Spanish military general (1878–1936)

Leopoldo Saro y Marín, 1st Count of Playa de Ixdain (January 11, 1878 – August 19, 1936) was a Spanish military general. His success in the Alhucemas landing earned him the title of Conde de la Playa de Ixdain, for the beach where the troops he led landed.

== Early life ==
On January 11, 1878, Saro was born as Leopoldo Sato y Marin in Morón, Cuba.

== Career ==
In 1921 during the Rif War, Saro was posted to Morocco, where he stands out in numerous military actions with the generals Cabanellas, Sanjurjo and Berenguer among others, resulting in his promotion to the rank of general.

General Saro was a member of the conspiracy nucleus known as the Quadrilateral that played an important role in the Coup of Primo de Rivera in September 1923. Not a political man, he returned quickly to Africa to organize the preparations of the Alhucemas landing, where he directed with success one of the columns of attack, by whose action was promoted to General of division and the concession of Count of Playa de Ixdain on behalf of Alfonso XIII.

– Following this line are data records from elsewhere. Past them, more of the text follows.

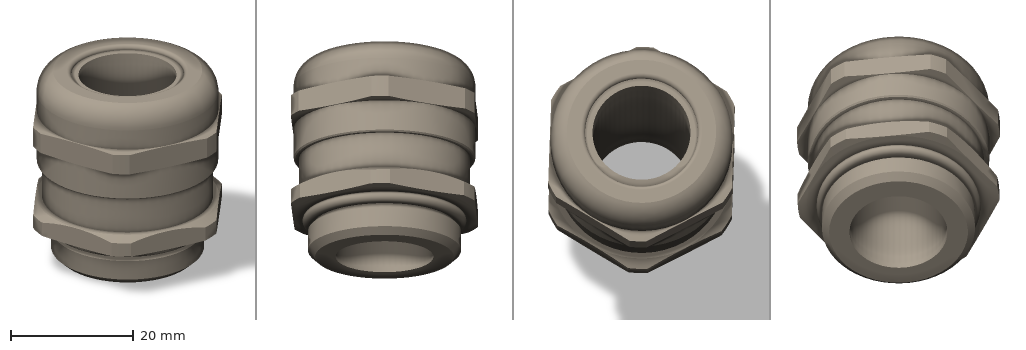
import cadquery as cq
import math

HEIGHT = 33.0
ACROSS_FLATS = 30.0

SPIGOT_R = 25.02 / 2
SPIGOT_END_R = 11.35
SPIGOT_CHAMFER_H = 1.1
SPIGOT_TOP = 4.45
UNDERCUT_R = 11.7
UNDERCUT_TOP = 5.25

SEAL_R = 13.4
SEAL_BOTTOM = 5.35

LOWER_HEX_BOTTOM = 7.03
LOWER_HEX_TOP = 10.4
LOWER_HEX_R = 16.47
LOWER_HEX_FACE_R = 14.95
LOWER_HEX_TOP_DROP = 0.83
LOWER_HEX_BOTTOM_DROP = 0.15

NECK_R = 28.0 / 2

CAP_R = 29.7 / 2
CAP_BOTTOM = 16.7
CAP_CHAMFER = 0.23
UPPER_HEX_BOTTOM = 21.97
UPPER_HEX_TOP = 25.85
UPPER_HEX_R = 16.57
UPPER_HEX_DROP = 0.2
DOME_BOTTOM = 29.3
DOME_TOP_R = 12.2

BORE_R = 16.0 / 2
RECESS_R = 18.45 / 2
RECESS_DEPTH = 0.8
MOUTH_ROUND = 0.7


def turned(profile):
    """Solid of revolution about Z from an open half-section that starts and ends on the axis."""
    return profile.close().revolve(360, (0, 0, 0), (0, 1, 0))


def cylinder(radius, bottom, top):
    return cq.Workplane("XY").workplane(offset=bottom).circle(radius).extrude(top - bottom)


def hexagon(bottom, top, face_r, corner_r, bottom_drop, top_drop):
    """Hexagon with corners turned to corner_r and both ends beveled by a cone outside face_r."""
    prism = (
        cq.Workplane("XY")
        .workplane(offset=bottom)
        .polygon(6, ACROSS_FLATS / math.cos(math.pi / 6))
        .extrude(top - bottom)
    )
    turned_blank = turned(
        cq.Workplane("XZ")
        .moveTo(0, bottom)
        .lineTo(face_r, bottom)
        .lineTo(corner_r, bottom + bottom_drop)
        .lineTo(corner_r, top - top_drop)
        .lineTo(face_r, top)
        .lineTo(0, top)
    )
    return prism.intersect(turned_blank)


def spigot():
    return turned(
        cq.Workplane("XZ")
        .lineTo(SPIGOT_END_R, 0)
        .lineTo(SPIGOT_R, SPIGOT_CHAMFER_H)
        .lineTo(SPIGOT_R, SPIGOT_TOP)
        .lineTo(UNDERCUT_R, UNDERCUT_TOP)
        .lineTo(UNDERCUT_R, LOWER_HEX_BOTTOM)
        .lineTo(0, LOWER_HEX_BOTTOM)
    )


def seal():
    half_height = (LOWER_HEX_BOTTOM - SEAL_BOTTOM) / 2
    return turned(
        cq.Workplane("XZ")
        .moveTo(0, SEAL_BOTTOM)
        .lineTo(SEAL_R - half_height, SEAL_BOTTOM)
        .threePointArc(
            (SEAL_R, SEAL_BOTTOM + half_height),
            (SEAL_R - half_height, LOWER_HEX_BOTTOM),
        )
        .lineTo(0, LOWER_HEX_BOTTOM)
    )


def cap():
    run = CAP_R - DOME_TOP_R
    rise = HEIGHT - DOME_BOTTOM
    dome_r = (run**2 + rise**2) / (2 * run)
    half_angle = math.asin(rise / dome_r) / 2
    dome_middle = (
        CAP_R - dome_r * (1 - math.cos(half_angle)),
        DOME_BOTTOM + dome_r * math.sin(half_angle),
    )
    return turned(
        cq.Workplane("XZ")
        .moveTo(0, CAP_BOTTOM)
        .lineTo(CAP_R - CAP_CHAMFER, CAP_BOTTOM)
        .lineTo(CAP_R, CAP_BOTTOM + CAP_CHAMFER)
        .lineTo(CAP_R, DOME_BOTTOM)
        .threePointArc(dome_middle, (DOME_TOP_R, HEIGHT))
        .lineTo(0, HEIGHT)
    )


def opening():
    inset = MOUTH_ROUND * (1 - math.cos(math.pi / 4))
    mouth_middle = (RECESS_R + inset, HEIGHT - inset)
    return turned(
        cq.Workplane("XZ")
        .lineTo(BORE_R, 0)
        .lineTo(BORE_R, HEIGHT - RECESS_DEPTH)
        .lineTo(RECESS_R, HEIGHT - RECESS_DEPTH)
        .lineTo(RECESS_R, HEIGHT - MOUTH_ROUND)
        .threePointArc(mouth_middle, (RECESS_R + MOUTH_ROUND, HEIGHT))
        .lineTo(0, HEIGHT)
    )


lower_hex = hexagon(
    LOWER_HEX_BOTTOM,
    LOWER_HEX_TOP,
    LOWER_HEX_FACE_R,
    LOWER_HEX_R,
    LOWER_HEX_BOTTOM_DROP,
    LOWER_HEX_TOP_DROP,
)
upper_hex = hexagon(
    UPPER_HEX_BOTTOM,
    UPPER_HEX_TOP,
    CAP_R,
    UPPER_HEX_R,
    UPPER_HEX_DROP,
    UPPER_HEX_DROP,
)
neck = cylinder(NECK_R, LOWER_HEX_TOP, CAP_BOTTOM)

result = (
    spigot()
    .union(seal())
    .union(lower_hex)
    .union(neck)
    .union(cap())
    .union(upper_hex)
    .cut(opening())
)

With the arrival of the Second Republic, General Saro leaves the service and is prosecuted by a Tribunal of Political Responsibilities for his actions in the 1923 ruling, for which he was sentenced for the crime of high treason and aid, and entered in prison, to be amnestied in 1934.

== Personal life ==
On August 19, 1936, Saro was assassinated in Madrid by Republican militias, in spite of not being proven his adherence to Franco's military uprising.